# The yellow tree



## rob91 (Nov 11, 2007)

Tell me what you think.


----------



## ilyfel (Nov 11, 2007)

um............ really?


----------



## Alpha (Nov 11, 2007)

great, but it could have used a little more cowbell.


----------



## rob91 (Nov 12, 2007)

That's erroneous. Every photo, hell everything, could use more cowbell. Why even mention it?


----------



## ilyfel (Nov 12, 2007)

I think you should smash your camera.


----------



## The Phototron (Nov 12, 2007)

What style are you trying to imitate? It might be helpful to mention that, so someone could point you in the right direction.


----------



## rob91 (Nov 12, 2007)

The Phototron said:


> What style are you trying to imitate? It might be helpful to mention that, so someone could point you in the right direction.



None that I'm aware of.


----------



## rob91 (Nov 12, 2007)

ilyfel said:


> I think you should smash your camera.



So long as you volunteer your face, I'm game.


----------



## ilyfel (Nov 12, 2007)

edit nvm


----------



## The Phototron (Nov 12, 2007)

rob91 said:


> None that I'm aware of.


Or just something you saw? So we could tell you why it work for that image and not the same way for yours?

Oh, if it helps, you can always print out her avatar in severely pixelated form, and go on to mutilate it in every way possible.
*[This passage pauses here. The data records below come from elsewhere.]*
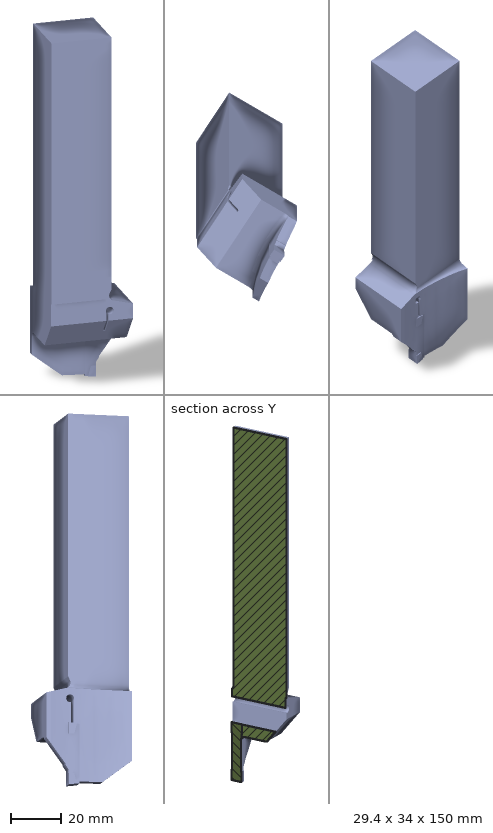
import cadquery as cq
import math

total_height = 150.0
shank_width = 24.9
right_side = 29.4
shank_left = right_side - shank_width
shank_bottom = 39.9

head_depth = 34.0
head_right = 29.0
head_bottom = 19.6
head_bevel_top = 30.6
head_bevel_bottom_x = 20.1
head_shoulder_z = 38.1
shoulder_end_x = 3.2
shoulder_end_z = 38.7
neck_fillet_top = 40.4
neck_fillet_mid = (4.0, 39.3)

undercut_top = (shank_width, 43.8)
undercut_deep = (24.0, 41.8)
undercut_mid = (24.5, 39.9)
undercut_end = (26.2, 38.8)
head_back_top = 36.8
head_back_bottom = 18.6
clamp_arm_end = (25.5, 7.5)

blade_bottom = 1.4
blade_bottom_start_y = 11.2
blade_bottom_end_y = 22.5
blade_front_bottom = 9.9
blade_front_thickness = 3.0
blade_crest_y = 24.8
blade_outer_crest_x = 3.8
blade_inner_crest_x = 8.1
blade_flat_start_y = 32.1
blade_root_fillet = 1.8
edge_margin = 0.2

relief_hole_y = 24.3
relief_hole_z = 34.8
relief_hole_diameter = 3.2
slot_y = 23.4
slot_width = 0.9
slot_bottom = 24.9

insert_half_length = 12.6
insert_middle_z = insert_half_length
insert_rake_y = 24.9
insert_base_y = 20.4
insert_ridge_y = 26.2
ridge_half_length = 4.6
ridge_foot_half_length = 6.6
end_relief = 0.6
tip_length = 4.6
tip_heel_y = 21.6
tip_neck_y = 22.6
insert_left = blade_outer_crest_x
insert_right = blade_inner_crest_x
tip_left = 3.5
tip_right = 8.4


def prism_along_x(outline, x_start, x_end):
    """Extrude a closed (y, z) wire from x_start to x_end."""
    return outline.extrude(x_end - x_start).translate((x_start, 0, 0))


def prism_of_points(points, x_start, x_end):
    return prism_along_x(cq.Workplane("YZ").polyline(points).close(), x_start, x_end)


def crowned_x(y, front_x, crest_x):
    """X on an arc that starts at front_x on y = 0 and crests at crest_x."""
    rise = crest_x - front_x
    radius = (blade_crest_y**2 + rise**2) / (2 * rise)
    return crest_x - radius + math.sqrt(radius**2 - (blade_crest_y - y) ** 2)


def make_front_block():
    """Shank and head outline in XZ, extruded over the full depth."""
    return (
        cq.Workplane("XZ")
        .moveTo(shank_left, total_height)
        .lineTo(right_side, total_height)
        .lineTo(right_side, shank_bottom)
        .lineTo(head_right, shank_bottom)
        .lineTo(head_right, head_bevel_top)
        .lineTo(head_bevel_bottom_x, head_bottom)
        .lineTo(0, head_bottom)
        .lineTo(0, head_shoulder_z)
        .lineTo(shoulder_end_x, shoulder_end_z)
        .threePointArc(neck_fillet_mid, (shank_left, neck_fillet_top))
        .close()
        .extrude(-head_depth)
    )


def make_blade_block():
    """Blade below the head, with a curved inner face."""
    middle_y = head_depth / 2
    middle_x = crowned_x(middle_y, blade_front_thickness, blade_inner_crest_x)
    back_x = crowned_x(head_depth, blade_front_thickness, blade_inner_crest_x)
    return (
        cq.Workplane("XY")
        .moveTo(0, 0)
        .lineTo(blade_front_thickness, 0)
        .threePointArc((middle_x, middle_y), (back_x, head_depth))
        .lineTo(0, head_depth)
        .close()
        .extrude(head_bottom)
    )


def make_side_envelope():
    """Outline in YZ that bounds shank, head and blade."""
    outline = (
        cq.Workplane("YZ")
        .moveTo(0, total_height)
        .lineTo(shank_width, total_height)
        .lineTo(*undercut_top)
        .lineTo(*undercut_deep)
        .threePointArc(undercut_mid, undercut_end)
        .lineTo(head_depth, head_back_top)
        .lineTo(head_depth, head_back_bottom)
        .lineTo(*clamp_arm_end)
        .lineTo(blade_bottom_end_y, blade_bottom)
        .lineTo(blade_bottom_start_y, blade_bottom)
        .lineTo(0, blade_front_bottom)
        .close()
    )
    return prism_along_x(outline, 0, right_side)


def make_outer_relief():
    """Material outside the curved -X face of head and blade."""
    middle_y = blade_flat_start_y / 2
    middle_x = crowned_x(middle_y, 0, blade_outer_crest_x)
    flat_x = crowned_x(blade_flat_start_y, 0, blade_outer_crest_x)
    return (
        cq.Workplane("XY")
        .moveTo(0, 0)
        .threePointArc((middle_x, middle_y), (flat_x, blade_flat_start_y))
        .lineTo(flat_x, head_depth)
        .lineTo(0, head_depth)
        .close()
        .extrude(total_height)
    )


def make_clamping_slot():
    hole = prism_along_x(
        cq.Workplane("YZ").center(relief_hole_y, relief_hole_z).circle(relief_hole_diameter / 2),
        0,
        right_side,
    )
    slot = prism_of_points(
        [
            (slot_y - slot_width / 2, slot_bottom),
            (slot_y + slot_width / 2, slot_bottom),
            (slot_y + slot_width / 2, relief_hole_z),
            (slot_y - slot_width / 2, relief_hole_z),
        ],
        0,
        right_side,
    )
    return hole.union(slot)


def insert_body(x_start, x_end):
    """Insert bar with a clamping ridge in the middle of its rake side."""
    upper = [
        (insert_base_y, insert_half_length - end_relief),
        (insert_rake_y, insert_half_length),
        (insert_rake_y, ridge_foot_half_length),
        (insert_ridge_y, ridge_half_length),
    ]
    lower = [(y, -z) for y, z in reversed(upper)]
    points = [(y, insert_middle_z + z) for y, z in upper + lower]
    return prism_of_points(points, x_start, x_end)


def insert_tip(direction, x_start, x_end):
    """Wider cutting tip at the upper (+1) or lower (-1) end."""
    heel_drop = end_relief * (insert_rake_y - tip_heel_y) / (insert_rake_y - insert_base_y)
    half_outline = [
        (insert_rake_y, insert_half_length),
        (insert_rake_y, insert_half_length - tip_length),
        (tip_neck_y, insert_half_length - tip_length),
        (tip_heel_y, insert_half_length - heel_drop),
    ]
    points = [(y, insert_middle_z + direction * z) for y, z in half_outline]
    return prism_of_points(points, x_start, x_end)


def make_insert_shape(body_start, tip_start):
    shape = insert_body(body_start, insert_right)
    for direction in (1, -1):
        shape = shape.union(insert_tip(direction, tip_start, tip_right))
    return shape


def make_holder():
    block = make_front_block().union(make_blade_block())
    root_edge = cq.selectors.BoxSelector(
        (0, 0, head_bottom - edge_margin),
        (head_bevel_bottom_x, head_depth, head_bottom + edge_margin),
    )
    block = block.edges(root_edge).edges("%CIRCLE").fillet(blade_root_fillet)
    pocket = make_insert_shape(0, 0)
    return (
        block.intersect(make_side_envelope())
        .cut(make_outer_relief())
        .cut(make_clamping_slot())
        .cut(pocket)
    )


holder = make_holder()
insert = make_insert_shape(insert_left, tip_left)

result = cq.Compound.makeCompound([holder.solids().val(), insert.solids().val()])

It's efficient anger management.


----------



## Beauy (Nov 12, 2007)

sorry . its ****e .. nothin more to say .. in MY OPINION .. after all thats what you asked for ..


----------



## Heck (Nov 12, 2007)

Another thread bites the dust. 

I don't like it by the way, it just a out of focus pic.


----------



## The Phototron (Nov 12, 2007)

Heck said:


> Another thread bites the dust.



Did you say that with intention of quoting Queen, I love that song.


----------



## rob91 (Nov 12, 2007)

The Phototron said:


> Or just something you saw? So we could tell you why it work for that image and not the same way for yours?
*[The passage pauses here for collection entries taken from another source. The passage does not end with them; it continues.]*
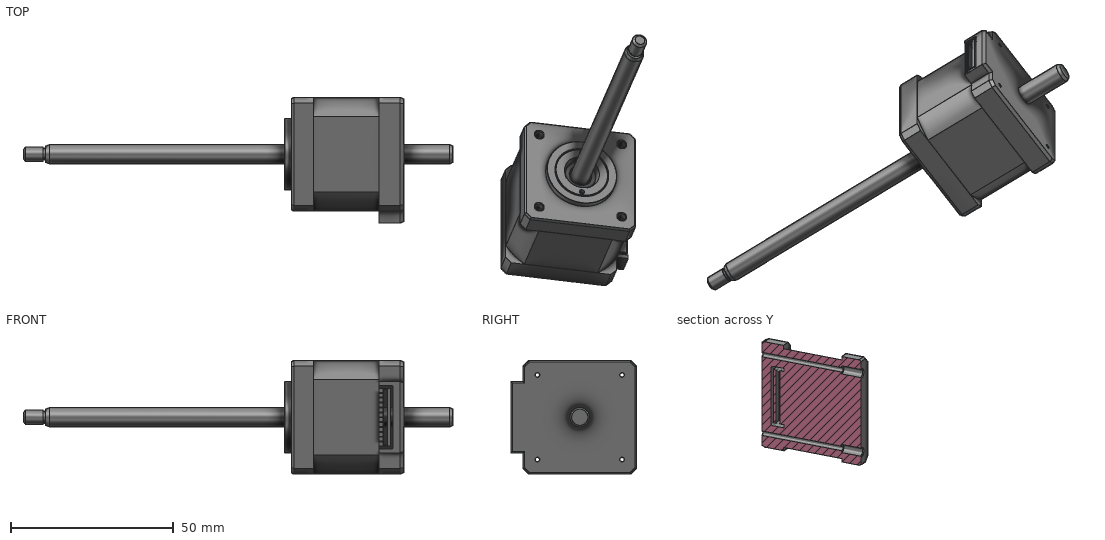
import cadquery as cq

body_size = 35.0
flange_end = 6.8
cap_start = 26.95
body_length = 34.6
plate_corner_chamfer = 1.8
core_size = 34.8
core_turned_diameter = 41.8
flange_bevel_length = 0.8
flange_bevel_depth = 0.4
cap_bevel_length = 1.1
cap_bevel_depth = 0.5

boss_diameter = 22.0
boss_height = 2.0
boss_chamfer = 0.1
boss_ring_outer = 16.9
boss_ring_inner = 16.3
boss_ring_depth = 0.3
spanner_hole_diameter = 1.5
spanner_hole_radius = 7.0
spanner_hole_depth = 1.5
nut_recess_mouth_diameter = 11.0
nut_recess_floor_diameter = 9.6
nut_recess_depth = 2.0
shaft_clearance_diameter = 7.0
shaft_clearance_depth = 4.0

bolt_spacing = 26.0
bolt_hole_diameter = 2.5
bolt_chamfer = 0.3
bolt_relief_diameter = 1.3

shaft_length = 132.0
shaft_front = -82.3
shaft_rear = shaft_front + shaft_length
shaft_radius = 3.0
shoulder_chamfer_length = 1.2
rear_chamfer_length = 1.0
shaft_chamfer_depth = 0.5
journal_radius = 2.25
journal_length = 6.0
journal_end = shaft_front + journal_length
tip_radius = 1.5
tip_chamfer_length = 0.6
relief_radius = 1.85
relief_length = 0.8
relief_end = journal_end + relief_length

connector_reach = 3.7
connector_width = 22.0
connector_front_y = -body_size / 2 - connector_reach
pocket_end = 31.25
pocket_width = 19.5
pocket_corner_radius = 0.5
header_end = 30.55
header_width = 17.8
header_setback = 0.2
header_front_y = connector_front_y + header_setback
slot_start = 28.3
slot_end = 29.65
slot_width = 17.2
contact_count = 12
contact_pitch = 1.5
contact_size = 1.2
contact_depth = 0.3
contact_x = 27.65


def rod(diameter, start, end):
    """Cylinder on the X axis between two X positions."""
    return cq.Workplane("YZ").workplane(offset=start).circle(diameter / 2).extrude(end - start)


def cone(start_diameter, end_diameter, start, end):
    """Truncated cone on the X axis between two X positions."""
    solid = cq.Solid.makeCone(
        start_diameter / 2, end_diameter / 2, end - start, cq.Vector(start, 0, 0), cq.Vector(1, 0, 0)
    )
    return cq.Workplane(solid)


def block(x_start, x_end, y_start, y_end, width):
    """Box between two X and two Y positions, centred on Z = 0."""
    return (
        cq.Workplane("XY")
        .box(x_end - x_start, y_end - y_start, width, centered=(False, False, True))
        .translate((x_start, y_start, 0))
    )


def end_plate(start, end):
    """Square plate with its four corners cut off at 45 degrees."""
    plate = block(start, end, -body_size / 2, body_size / 2, body_size)
    return plate.edges("|X").chamfer(plate_corner_chamfer)


def make_housing():
    flange = end_plate(0, flange_end)
    flange = flange.faces("<X").chamfer(flange_bevel_depth, flange_bevel_length)
    core = block(flange_end, cap_start, -core_size / 2, core_size / 2, core_size)
    core = core.intersect(rod(core_turned_diameter, flange_end, cap_start))
    cap = end_plate(cap_start, body_length)
    cap = cap.faces(">X").chamfer(cap_bevel_length, cap_bevel_depth)
    connector = block(cap_start, body_length, connector_front_y, 0, connector_width)
    connector = connector.faces(">X").edges("not >Y").chamfer(cap_bevel_depth, cap_bevel_length)
    cap = cap.union(connector)
    boss = rod(boss_diameter, -boss_height, 0).faces("<X").chamfer(boss_chamfer)
    return flange.union(core).union(cap).union(boss)


def cut_boss_details(part):
    front = -boss_height
    ring_end = front + boss_ring_depth
    ring = rod(boss_ring_outer, front, ring_end).cut(rod(boss_ring_inner, front, ring_end))
    part = part.cut(ring)
    nut_recess = cone(nut_recess_mouth_diameter, nut_recess_floor_diameter, front, front + nut_recess_depth)
    part = part.cut(nut_recess)
    part = part.cut(rod(shaft_clearance_diameter, front, front + shaft_clearance_depth))
    for side in (-1, 1):
        hole = rod(spanner_hole_diameter, front, front + spanner_hole_depth)
        part = part.cut(hole.translate((0, 0, side * spanner_hole_radius)))
    return part


def cut_mounting_holes(part):
    """Countersunk threads in the flange, continued as a smaller hole through the motor."""
    mouth = cone(bolt_hole_diameter + 2 * bolt_chamfer, bolt_hole_diameter, 0, bolt_chamfer)
    hole = mouth.union(rod(bolt_hole_diameter, bolt_chamfer, flange_end))
    hole = hole.union(rod(bolt_relief_diameter, flange_end, body_length))
    for y_side in (-1, 1):
        for z_side in (-1, 1):
            part = part.cut(hole.translate((0, y_side * bolt_spacing / 2, z_side * bolt_spacing / 2)))
    return part


def cut_connector_pocket(part):
    """Pocket open to -X and -Y that reaches in to the shaft axis."""
    pocket = block(cap_start, pocket_end, connector_front_y, 0, pocket_width)
    return part.cut(pocket.edges("|Y and >X").fillet(pocket_corner_radius))


def make_header():
    header = block(cap_start, header_end, header_front_y, 0, header_width)
    header = header.cut(block(slot_start, slot_end, header_front_y, 0, slot_width))
    contact = block(
        contact_x - contact_size / 2,
        contact_x + contact_size / 2,
        header_front_y,
        header_front_y + contact_depth,
        contact_size,
    )
    for index in range(contact_count):
        offset = (index - (contact_count - 1) / 2) * contact_pitch
        header = header.cut(contact.translate((0, 0, offset)))
    return header


def make_shaft():
    end_radius = shaft_radius - shaft_chamfer_depth
    return (
        cq.Workplane("XZ")
        .moveTo(shaft_front, 0)
        .lineTo(shaft_front, tip_radius)
        .lineTo(shaft_front + tip_chamfer_length, journal_radius)
        .lineTo(journal_end, journal_radius)
        .lineTo(journal_end, relief_radius)
        .lineTo(relief_end, relief_radius)
        .lineTo(relief_end, end_radius)
        .lineTo(relief_end + shoulder_chamfer_length, shaft_radius)
        .lineTo(shaft_rear - rear_chamfer_length, shaft_radius)
        .lineTo(shaft_rear, end_radius)
        .lineTo(shaft_rear, 0)
        .close()
        .revolve(360, (0, 0, 0), (1, 0, 0))
    )


housing = make_housing()
housing = cut_boss_details(housing)
housing = cut_mounting_holes(housing)
housing = cut_connector_pocket(housing)
result = housing.union(make_header()).union(make_shaft())

Your mind already seems to be quite made up on the "crappiness" of my picture, I doubt - reference point or not - that you could offer any useful criticism on it.


----------



## ilyfel (Nov 12, 2007)

Okay rob91. What do you like about your photo?


----------



## rob91 (Nov 12, 2007)

ilyfel said:


> Okay rob91. What do you like about your photo?
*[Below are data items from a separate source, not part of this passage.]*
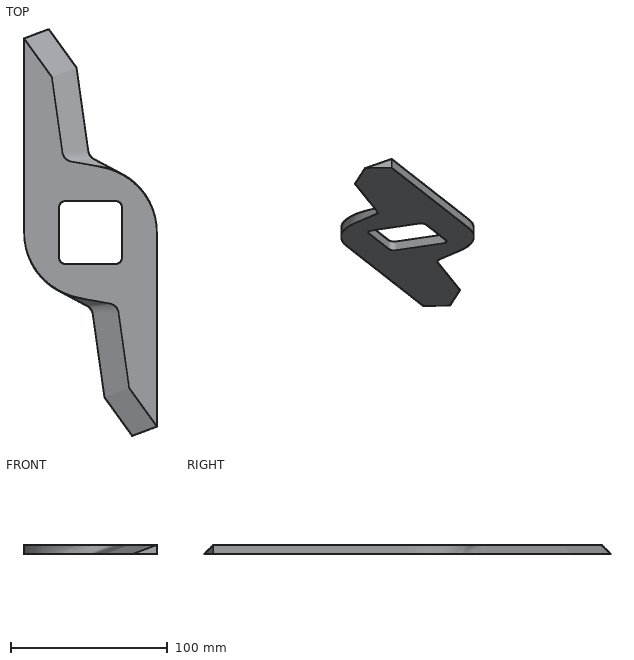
import cadquery as cq
import math

length = 260.0
width = 85.0
thickness = 6.0
hub_radius = width / 2

bevel_run_x = 15.9
bevel_run_y = 6.0

tip_x = -hub_radius
tip_y = length / 2 - bevel_run_y
bend_x = -24.7
bend_y = 99.3
arm_angle = math.radians(8.0)
root_radius = 7.0

top_shoulder_angle = math.radians(10.0)
bottom_shoulder_angle = math.radians(28.0)

hole_size = 40.0
hole_corner_radius = 4.0


def hub_point(angle):
    """Point on the hub circle, with the angle measured clockwise from +Y."""
    return cq.Vector(hub_radius * math.sin(angle), hub_radius * math.cos(angle))


def arm_edges(tip, bend, shoulder_angle):
    """Edges of one arm, from the straight back round to the opposite back."""
    arm_direction = cq.Vector(math.sin(arm_angle), -math.cos(arm_angle))
    shoulder_direction = cq.Vector(math.cos(shoulder_angle), -math.sin(shoulder_angle))
    hub_normal = cq.Vector(math.sin(shoulder_angle), math.cos(shoulder_angle))

    corner_distance = (hub_radius - bend.dot(hub_normal)) / arm_direction.dot(hub_normal)
    corner = bend + arm_direction * corner_distance

    turn = arm_direction.getAngle(shoulder_direction)
    setback = root_radius * math.tan(turn / 2)
    fillet_start = corner - arm_direction * setback
    fillet_end = corner + shoulder_direction * setback
    shoulder_end = hub_point(shoulder_angle)
    arc_middle = hub_point((shoulder_angle + math.pi / 2) / 2)
    arc_end = cq.Vector(hub_radius, 0)

    return [
        cq.Edge.makeLine(cq.Vector(-hub_radius, 0), tip),
        cq.Edge.makeLine(tip, bend),
        cq.Edge.makeLine(bend, fillet_start),
        cq.Edge.makeTangentArc(fillet_start, arm_direction, fillet_end),
        cq.Edge.makeLine(fillet_end, shoulder_end),
        cq.Edge.makeThreePointArc(shoulder_end, arc_middle, arc_end),
    ]


def blade_outline(tip, bend, shoulder_angle, height):
    """Closed outline of both arms at the given height."""
    edges = arm_edges(tip, bend, shoulder_angle)
    opposite = [edge.rotate(cq.Vector(0, 0, 0), cq.Vector(0, 0, 1), 180) for edge in edges]
    return cq.Wire.assembleEdges(edges + opposite).translate(cq.Vector(0, 0, height))


def blade_body():
    """Ruled body between the bottom and top outlines."""
    top_tip = cq.Vector(tip_x, tip_y)
    top_bend = cq.Vector(bend_x, bend_y)
    bottom_bend = top_bend + cq.Vector(bevel_run_x, bevel_run_y)

    cutting_slope = (tip_y - bend_y) / (tip_x - bend_x)
    bottom_tip_y = bottom_bend.y + cutting_slope * (tip_x - bottom_bend.x)
    bottom_tip = cq.Vector(tip_x, bottom_tip_y)

    bottom = blade_outline(bottom_tip, bottom_bend, bottom_shoulder_angle, 0)
    top = blade_outline(top_tip, top_bend, top_shoulder_angle, thickness)
    return cq.Workplane(cq.Solid.makeLoft([bottom, top], True))


def end_trim():
    """Block beyond the vertical end face of the arm on the +Y side."""
    trim_size = length / 2
    end_angle = math.degrees(math.atan2(bevel_run_y, bevel_run_x))
    block = cq.Workplane().box(trim_size, trim_size, trim_size, centered=(True, False, True))
    return block.rotate((0, 0, 0), (0, 0, 1), end_angle).translate((tip_x, tip_y, 0))


def square_hole():
    """Square drive hole with rounded corners."""
    hole = cq.Workplane().rect(hole_size, hole_size).extrude(thickness)
    return hole.edges("|Z").fillet(hole_corner_radius)


result = blade_body().cut(square_hole())
for half_turn in (0, 180):
    result = result.cut(end_trim().rotate((0, 0, 0), (0, 0, 1), half_turn))

 I'm not going to give you any explanation.


----------



## The Phototron (Nov 12, 2007)

Well spot on Rob, yes my mind is quite made up with an &quot;opinion.&quot that don't find the picture pleasing; Now would you like to enlighten that mere &quot;opinion.&quot;   Or do you just enjoy been a drama queen?


----------



## rob91 (Nov 12, 2007)

You want me to enlighten you? I don't think there's enough time in the day. The fact is you've already formed your opinion and there's not much I can do to change it.


----------



## ilyfel (Nov 12, 2007)

Are you talking about me or him?

If me I just like good clean fun.

I mean, What style is he looking for? What did he want out of this pic? What does he like about it? what don't he like about it? Whats the point of it? is there a story behind it.


----------



## The Phototron (Nov 12, 2007)

rob91 said:


> You want me to enlighten you? I don't think there's enough time in the day. The fact is you've already formed your opinion and there's not much I can do to change it.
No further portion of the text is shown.